Le Lilas de Perse, « Voandelaka » , Melia azedarach L. Ce bel arbre aux feuilles découpées comme celles du frêne, ses nombreuses fleurs parfumées est considéré naturalisé à Madagascar. Le noyau sert à confectionner des chapelets, des colliers. Sur le tronc, dans un « fanjon » ou « fanjan » soit un pot suspendu sa maman plaçait une orchidée. Qu’est ce que ce « fanjan » ? un stipe d’une fougère arborescente, Cyathea borbonica Desv. caractéristique des forêts tropicales humides, le stipe est couvert de racines adventives serrées les une contres les autres, coupé le stipe devient un milieu idéal pour la culture des orchidées, offrant un milieu acide et laissant passe l’eau. Ces coupes ont concouru à la disparition de ces fougères apparues il quelques 300 millions d’années. Actuellement il est interdit de les couper.

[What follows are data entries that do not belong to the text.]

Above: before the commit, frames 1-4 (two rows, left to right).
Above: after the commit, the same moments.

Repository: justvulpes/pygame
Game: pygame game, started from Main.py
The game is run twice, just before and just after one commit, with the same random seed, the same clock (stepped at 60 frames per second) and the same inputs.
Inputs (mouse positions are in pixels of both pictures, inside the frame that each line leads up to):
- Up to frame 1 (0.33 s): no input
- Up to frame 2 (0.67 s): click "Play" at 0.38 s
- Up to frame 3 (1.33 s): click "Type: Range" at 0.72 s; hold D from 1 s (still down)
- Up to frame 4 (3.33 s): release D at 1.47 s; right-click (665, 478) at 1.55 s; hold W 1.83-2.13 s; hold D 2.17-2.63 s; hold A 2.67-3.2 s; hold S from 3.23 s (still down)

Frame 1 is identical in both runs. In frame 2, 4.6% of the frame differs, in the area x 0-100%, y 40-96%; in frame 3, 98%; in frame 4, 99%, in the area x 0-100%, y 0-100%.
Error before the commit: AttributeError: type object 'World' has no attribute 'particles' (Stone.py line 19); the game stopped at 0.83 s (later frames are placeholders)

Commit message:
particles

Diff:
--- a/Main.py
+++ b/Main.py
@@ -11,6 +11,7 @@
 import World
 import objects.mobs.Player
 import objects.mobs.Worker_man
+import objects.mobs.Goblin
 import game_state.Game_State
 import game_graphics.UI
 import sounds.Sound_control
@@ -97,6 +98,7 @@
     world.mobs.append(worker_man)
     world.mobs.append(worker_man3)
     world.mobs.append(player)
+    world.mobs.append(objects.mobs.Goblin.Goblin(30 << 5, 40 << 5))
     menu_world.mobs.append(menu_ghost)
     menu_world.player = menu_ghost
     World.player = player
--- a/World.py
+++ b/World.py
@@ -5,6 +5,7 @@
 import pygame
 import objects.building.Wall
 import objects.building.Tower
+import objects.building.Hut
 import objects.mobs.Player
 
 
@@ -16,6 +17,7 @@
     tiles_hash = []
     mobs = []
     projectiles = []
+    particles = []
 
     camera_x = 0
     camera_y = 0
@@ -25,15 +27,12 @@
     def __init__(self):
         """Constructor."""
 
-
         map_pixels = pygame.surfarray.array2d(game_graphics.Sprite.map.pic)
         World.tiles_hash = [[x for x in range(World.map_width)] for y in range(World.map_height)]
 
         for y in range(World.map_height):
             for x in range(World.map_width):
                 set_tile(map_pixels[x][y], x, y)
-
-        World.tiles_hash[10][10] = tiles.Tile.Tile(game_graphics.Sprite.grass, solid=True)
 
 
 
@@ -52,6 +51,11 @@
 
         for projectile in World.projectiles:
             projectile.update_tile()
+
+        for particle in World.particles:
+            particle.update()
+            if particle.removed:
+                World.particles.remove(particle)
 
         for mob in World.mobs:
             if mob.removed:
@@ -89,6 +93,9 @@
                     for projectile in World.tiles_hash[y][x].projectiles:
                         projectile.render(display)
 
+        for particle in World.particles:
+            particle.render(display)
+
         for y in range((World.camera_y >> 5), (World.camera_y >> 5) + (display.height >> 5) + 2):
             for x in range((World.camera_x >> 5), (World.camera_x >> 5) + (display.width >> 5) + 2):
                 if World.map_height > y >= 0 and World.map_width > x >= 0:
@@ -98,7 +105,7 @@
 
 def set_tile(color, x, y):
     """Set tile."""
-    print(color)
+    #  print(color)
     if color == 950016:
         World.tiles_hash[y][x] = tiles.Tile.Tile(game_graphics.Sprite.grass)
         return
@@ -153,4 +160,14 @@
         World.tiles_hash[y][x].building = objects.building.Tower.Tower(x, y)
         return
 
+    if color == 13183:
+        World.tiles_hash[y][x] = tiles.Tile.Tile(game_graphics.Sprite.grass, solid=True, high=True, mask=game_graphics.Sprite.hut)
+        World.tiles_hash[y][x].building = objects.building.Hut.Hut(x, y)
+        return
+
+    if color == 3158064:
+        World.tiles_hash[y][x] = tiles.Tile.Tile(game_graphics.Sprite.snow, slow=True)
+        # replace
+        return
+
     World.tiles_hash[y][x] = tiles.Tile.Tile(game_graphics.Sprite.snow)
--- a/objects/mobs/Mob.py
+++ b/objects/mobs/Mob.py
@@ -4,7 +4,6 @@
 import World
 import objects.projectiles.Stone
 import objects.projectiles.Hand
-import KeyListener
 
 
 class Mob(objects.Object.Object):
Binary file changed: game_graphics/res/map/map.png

L’« Evi », « Sakomanga », « Ambarella »Pommier de cythère,Spondias dulcis Parkinson.Spondias est le nom grec de la prune. Après avoir mangé le fruit il reste un noyau mémorisé car couvert de longues aspérités. Si ce nom de pommier oriente vers la famille des Rosacées, il fait partie des Anacardiacées, famille du Manguier.

Le « Vavangue » , Vangueria madagascariensis J.F.Gmel., la pulpe acidulée de cette sorte de prune bleuit la langue a marque la mémoire d’Irène. L’urbanisation a fait disparaître cet arbuste autour des maisons.

Le Bibassier,« Kazazan », « kaso fihina », Eriobotrya japonica (Thunb.) Lindl. , un arbre venu de l’île de la Réunion.